Directions: The answer must consist of each line below that contains the string "shown".

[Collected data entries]
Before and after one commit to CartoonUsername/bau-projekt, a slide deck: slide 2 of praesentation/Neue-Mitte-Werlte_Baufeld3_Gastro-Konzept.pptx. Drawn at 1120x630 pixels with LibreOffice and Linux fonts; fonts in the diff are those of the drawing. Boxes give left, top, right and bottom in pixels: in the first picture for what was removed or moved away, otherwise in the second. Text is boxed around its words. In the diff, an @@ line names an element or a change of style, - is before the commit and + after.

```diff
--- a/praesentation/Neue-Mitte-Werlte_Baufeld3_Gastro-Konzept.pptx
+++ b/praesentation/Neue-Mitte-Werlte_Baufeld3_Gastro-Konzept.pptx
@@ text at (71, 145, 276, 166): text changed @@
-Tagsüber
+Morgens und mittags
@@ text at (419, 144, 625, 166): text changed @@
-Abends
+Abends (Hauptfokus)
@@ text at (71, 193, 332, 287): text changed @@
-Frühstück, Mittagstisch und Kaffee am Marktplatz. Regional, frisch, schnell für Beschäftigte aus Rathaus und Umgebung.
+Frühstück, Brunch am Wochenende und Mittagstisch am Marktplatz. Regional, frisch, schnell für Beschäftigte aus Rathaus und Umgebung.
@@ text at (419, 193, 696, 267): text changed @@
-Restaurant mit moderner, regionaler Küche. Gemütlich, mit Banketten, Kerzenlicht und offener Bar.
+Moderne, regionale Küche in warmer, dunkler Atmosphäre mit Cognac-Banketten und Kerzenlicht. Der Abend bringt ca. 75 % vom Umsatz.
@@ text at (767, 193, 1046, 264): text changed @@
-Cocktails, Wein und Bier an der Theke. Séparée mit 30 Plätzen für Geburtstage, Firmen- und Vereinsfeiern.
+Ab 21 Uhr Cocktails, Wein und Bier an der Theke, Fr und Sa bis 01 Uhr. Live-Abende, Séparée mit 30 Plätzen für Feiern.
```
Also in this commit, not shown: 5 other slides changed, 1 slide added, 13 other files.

* * *

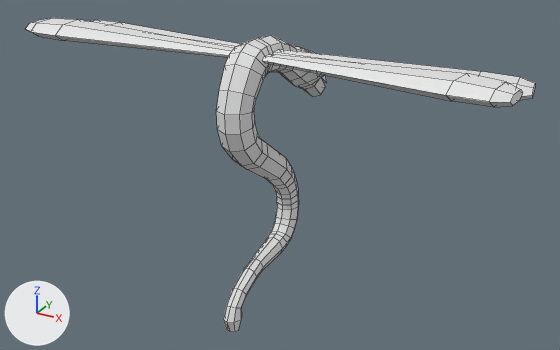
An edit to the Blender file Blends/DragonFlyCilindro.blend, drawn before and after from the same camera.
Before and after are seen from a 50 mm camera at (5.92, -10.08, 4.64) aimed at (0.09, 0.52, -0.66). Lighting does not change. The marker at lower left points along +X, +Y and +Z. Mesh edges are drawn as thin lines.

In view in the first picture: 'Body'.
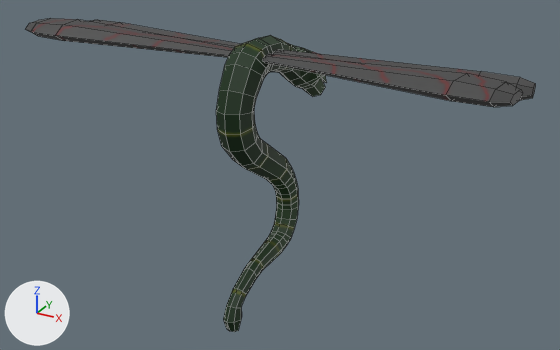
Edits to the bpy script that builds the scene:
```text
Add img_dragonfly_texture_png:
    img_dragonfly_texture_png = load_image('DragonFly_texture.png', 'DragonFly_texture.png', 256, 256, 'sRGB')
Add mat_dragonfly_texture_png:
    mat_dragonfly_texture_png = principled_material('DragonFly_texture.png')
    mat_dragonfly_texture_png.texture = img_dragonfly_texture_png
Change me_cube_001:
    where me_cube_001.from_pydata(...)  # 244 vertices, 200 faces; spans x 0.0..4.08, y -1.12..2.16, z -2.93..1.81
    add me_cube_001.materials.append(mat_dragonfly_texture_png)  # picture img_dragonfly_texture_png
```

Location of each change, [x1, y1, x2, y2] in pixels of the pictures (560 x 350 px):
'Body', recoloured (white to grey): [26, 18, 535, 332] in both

...

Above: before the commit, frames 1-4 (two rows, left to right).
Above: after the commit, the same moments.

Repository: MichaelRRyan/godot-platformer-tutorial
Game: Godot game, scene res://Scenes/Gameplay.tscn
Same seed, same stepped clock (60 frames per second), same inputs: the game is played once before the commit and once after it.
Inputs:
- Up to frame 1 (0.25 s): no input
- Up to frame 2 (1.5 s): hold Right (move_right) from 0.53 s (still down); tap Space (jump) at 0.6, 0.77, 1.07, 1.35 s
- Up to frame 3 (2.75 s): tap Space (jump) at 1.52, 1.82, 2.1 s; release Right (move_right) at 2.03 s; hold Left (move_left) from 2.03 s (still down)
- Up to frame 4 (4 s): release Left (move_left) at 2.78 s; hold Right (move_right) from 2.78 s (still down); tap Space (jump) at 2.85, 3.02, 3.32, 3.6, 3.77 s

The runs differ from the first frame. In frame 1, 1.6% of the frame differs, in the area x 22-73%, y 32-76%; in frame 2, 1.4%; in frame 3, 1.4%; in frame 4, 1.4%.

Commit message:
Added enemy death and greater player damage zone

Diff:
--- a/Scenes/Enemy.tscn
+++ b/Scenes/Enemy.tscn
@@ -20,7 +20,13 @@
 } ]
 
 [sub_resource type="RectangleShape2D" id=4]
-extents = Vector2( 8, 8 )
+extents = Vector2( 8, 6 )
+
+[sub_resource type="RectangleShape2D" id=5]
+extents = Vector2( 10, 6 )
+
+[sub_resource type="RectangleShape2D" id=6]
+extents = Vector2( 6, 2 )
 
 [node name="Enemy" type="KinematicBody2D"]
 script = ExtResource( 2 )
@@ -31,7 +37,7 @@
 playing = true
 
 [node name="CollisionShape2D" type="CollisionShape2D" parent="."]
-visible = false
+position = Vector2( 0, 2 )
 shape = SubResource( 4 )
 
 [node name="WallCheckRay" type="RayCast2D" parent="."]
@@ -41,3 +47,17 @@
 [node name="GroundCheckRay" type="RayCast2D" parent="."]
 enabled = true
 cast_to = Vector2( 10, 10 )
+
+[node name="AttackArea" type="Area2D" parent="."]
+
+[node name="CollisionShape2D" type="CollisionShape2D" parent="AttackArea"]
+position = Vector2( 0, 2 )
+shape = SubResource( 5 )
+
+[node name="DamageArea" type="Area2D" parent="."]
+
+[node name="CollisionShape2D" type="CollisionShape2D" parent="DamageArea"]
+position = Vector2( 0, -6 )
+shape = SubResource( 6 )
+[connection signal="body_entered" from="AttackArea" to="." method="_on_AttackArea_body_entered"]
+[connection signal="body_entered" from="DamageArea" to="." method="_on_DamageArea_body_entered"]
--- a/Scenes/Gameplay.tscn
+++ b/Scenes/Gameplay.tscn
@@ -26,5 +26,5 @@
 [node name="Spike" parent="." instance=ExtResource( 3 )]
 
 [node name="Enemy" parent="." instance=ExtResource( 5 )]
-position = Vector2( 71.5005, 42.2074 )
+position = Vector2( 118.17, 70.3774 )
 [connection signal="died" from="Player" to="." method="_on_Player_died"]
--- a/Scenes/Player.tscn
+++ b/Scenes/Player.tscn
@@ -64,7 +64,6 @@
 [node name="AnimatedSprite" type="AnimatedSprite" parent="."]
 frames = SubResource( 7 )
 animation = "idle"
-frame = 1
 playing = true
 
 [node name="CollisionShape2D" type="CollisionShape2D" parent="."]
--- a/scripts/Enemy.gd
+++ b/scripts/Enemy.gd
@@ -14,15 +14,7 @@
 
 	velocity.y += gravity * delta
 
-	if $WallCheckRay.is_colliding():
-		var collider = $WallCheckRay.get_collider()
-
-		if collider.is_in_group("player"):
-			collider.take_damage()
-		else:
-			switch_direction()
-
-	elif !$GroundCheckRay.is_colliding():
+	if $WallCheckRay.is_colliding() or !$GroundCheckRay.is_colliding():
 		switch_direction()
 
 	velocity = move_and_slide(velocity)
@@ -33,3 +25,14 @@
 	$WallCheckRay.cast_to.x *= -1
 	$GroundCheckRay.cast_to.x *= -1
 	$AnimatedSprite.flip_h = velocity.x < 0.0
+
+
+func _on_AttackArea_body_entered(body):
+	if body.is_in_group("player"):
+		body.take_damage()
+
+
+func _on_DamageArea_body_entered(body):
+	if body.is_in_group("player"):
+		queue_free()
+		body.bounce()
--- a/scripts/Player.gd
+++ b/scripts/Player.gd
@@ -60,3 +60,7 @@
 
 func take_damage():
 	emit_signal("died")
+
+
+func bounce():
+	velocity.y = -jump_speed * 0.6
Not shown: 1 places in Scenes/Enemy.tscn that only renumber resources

Answer section:
Also in this commit, not shown: 5 other slides changed, 1 slide added, 13 other files.
Not shown: 1 places in Scenes/Enemy.tscn that only renumber resources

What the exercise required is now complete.